_Records for processing_
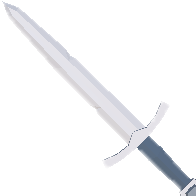
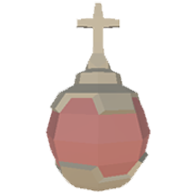
Layered file, before and after one edit (196x196). Changes by layer:
added layer "Layer 3" above "Layer 2" over [45, 1, 151, 193]
hid "Layer 2" over [2, 1, 196, 196]
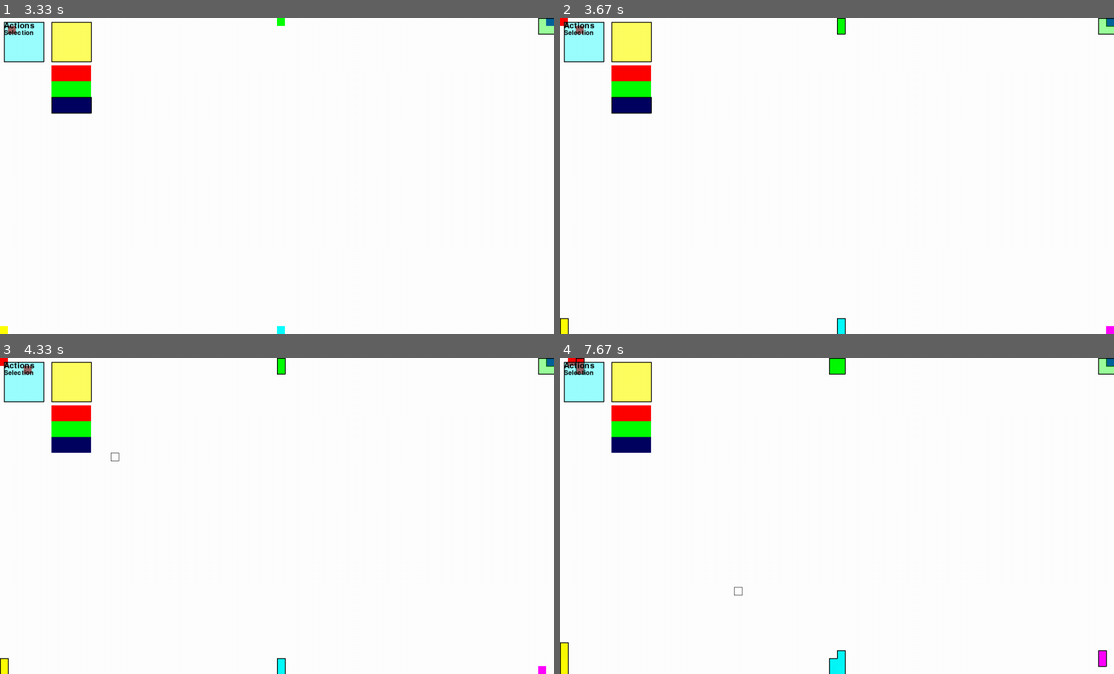
Above: before the commit, frames 1-4 (two rows, left to right).
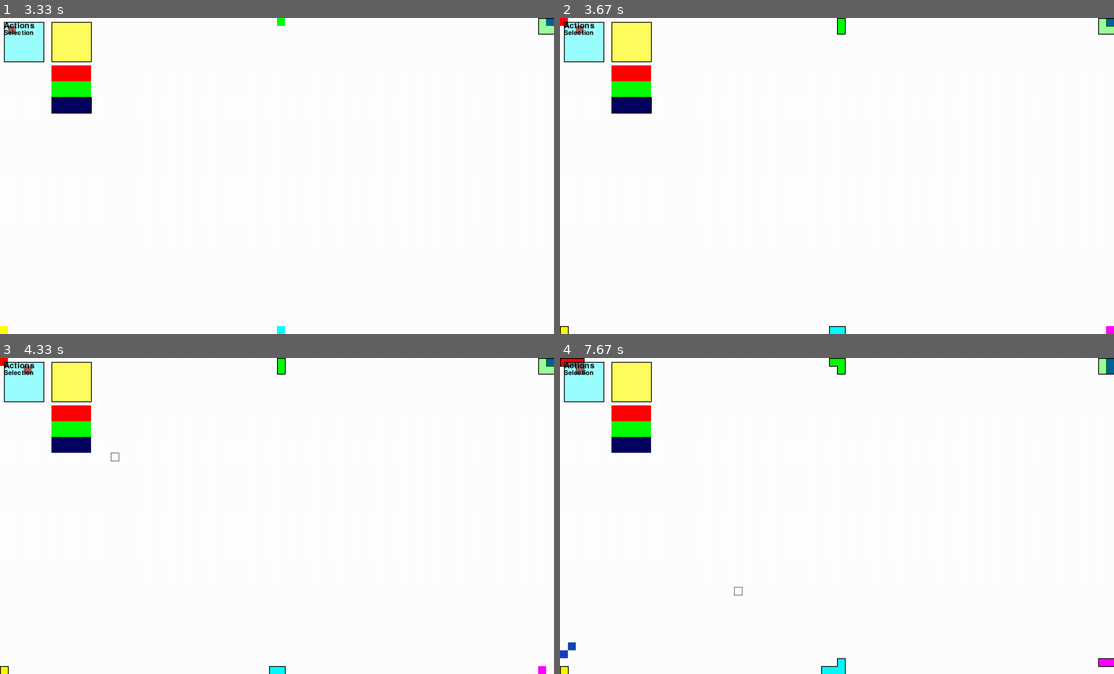
Above: after the commit, the same moments.

Repository: sbwhitt/pygame-life-simulation
Game: pygame game, started from main.py
Two runs of this game, one before a commit and one after it. Both use one fixed random seed, a clock stepped at 60 frames per second and the inputs below.
Inputs (mouse positions are in pixels of both pictures, inside the frame that each line leads up to):
- Up to frame 1 (3.33 s): click (448, 24) at 0.38 s; tap Enter at 0.67 s; click (105, 128) at 1.05 s; tap E at 1.33 s; click "Actions" at 1.72 s; click "Selection" at 2.05 s; click (72, 40) at 2.38 s; click (199, 109) at 2.72 s; click (66, 106) at 3.05 s
- Up to frame 2 (3.67 s): tap E at 3.33 s
- Up to frame 3 (4.33 s): click (393, 459) at 3.72 s; click (116, 455) at 4.05 s
- Up to frame 4 (7.67 s): click (859, 503) at 4.38 s; click (676, 497) at 4.72 s; click (753, 607) at 5.05 s; click (670, 632) at 5.38 s; click (748, 414) at 5.72 s; click (781, 503) at 6.05 s; click (704, 433) at 6.38 s; click (936, 620) at 6.72 s; click (803, 421) at 7.05 s; click (731, 595) at 7.38 s

Frame 1 is identical in both runs. In frame 2, 0.1% of the frame differs, in the area x 0-52%, y 94-100%; in frame 3, 0.1%; in frame 4, 0.5%, in the area x 0-100%, y 0-100%.

Commit message:
add random spawn choices

Diff:
--- a/src/entities/entity.py
+++ b/src/entities/entity.py
@@ -92,9 +92,13 @@
     def _choose_spawn_location(self) -> tuple|None:
         # up left down right
         dirs = [(0, -settings.ENT_WIDTH), (-settings.ENT_WIDTH, 0), (0, settings.ENT_WIDTH), (settings.ENT_WIDTH, 0)]
+        choices = []
         for i in range(len(self.edges)):
             if self.edges[i]:
-                return (self.loc[0] + dirs[i][0], self.loc[1] + dirs[i][1])
+                choices.append(i)
+        if len(choices) > 0:
+            choice = random.randint(0, len(choices)-1)
+            return utils.add_twoples(self.loc, dirs[choice])
         return None
 
     def _degenerate(self) -> None:

_Work to complete_
Return all lines of the data in which the string "entities" appears.

_Answer section_
--- a/src/entities/entity.py
+++ b/src/entities/entity.py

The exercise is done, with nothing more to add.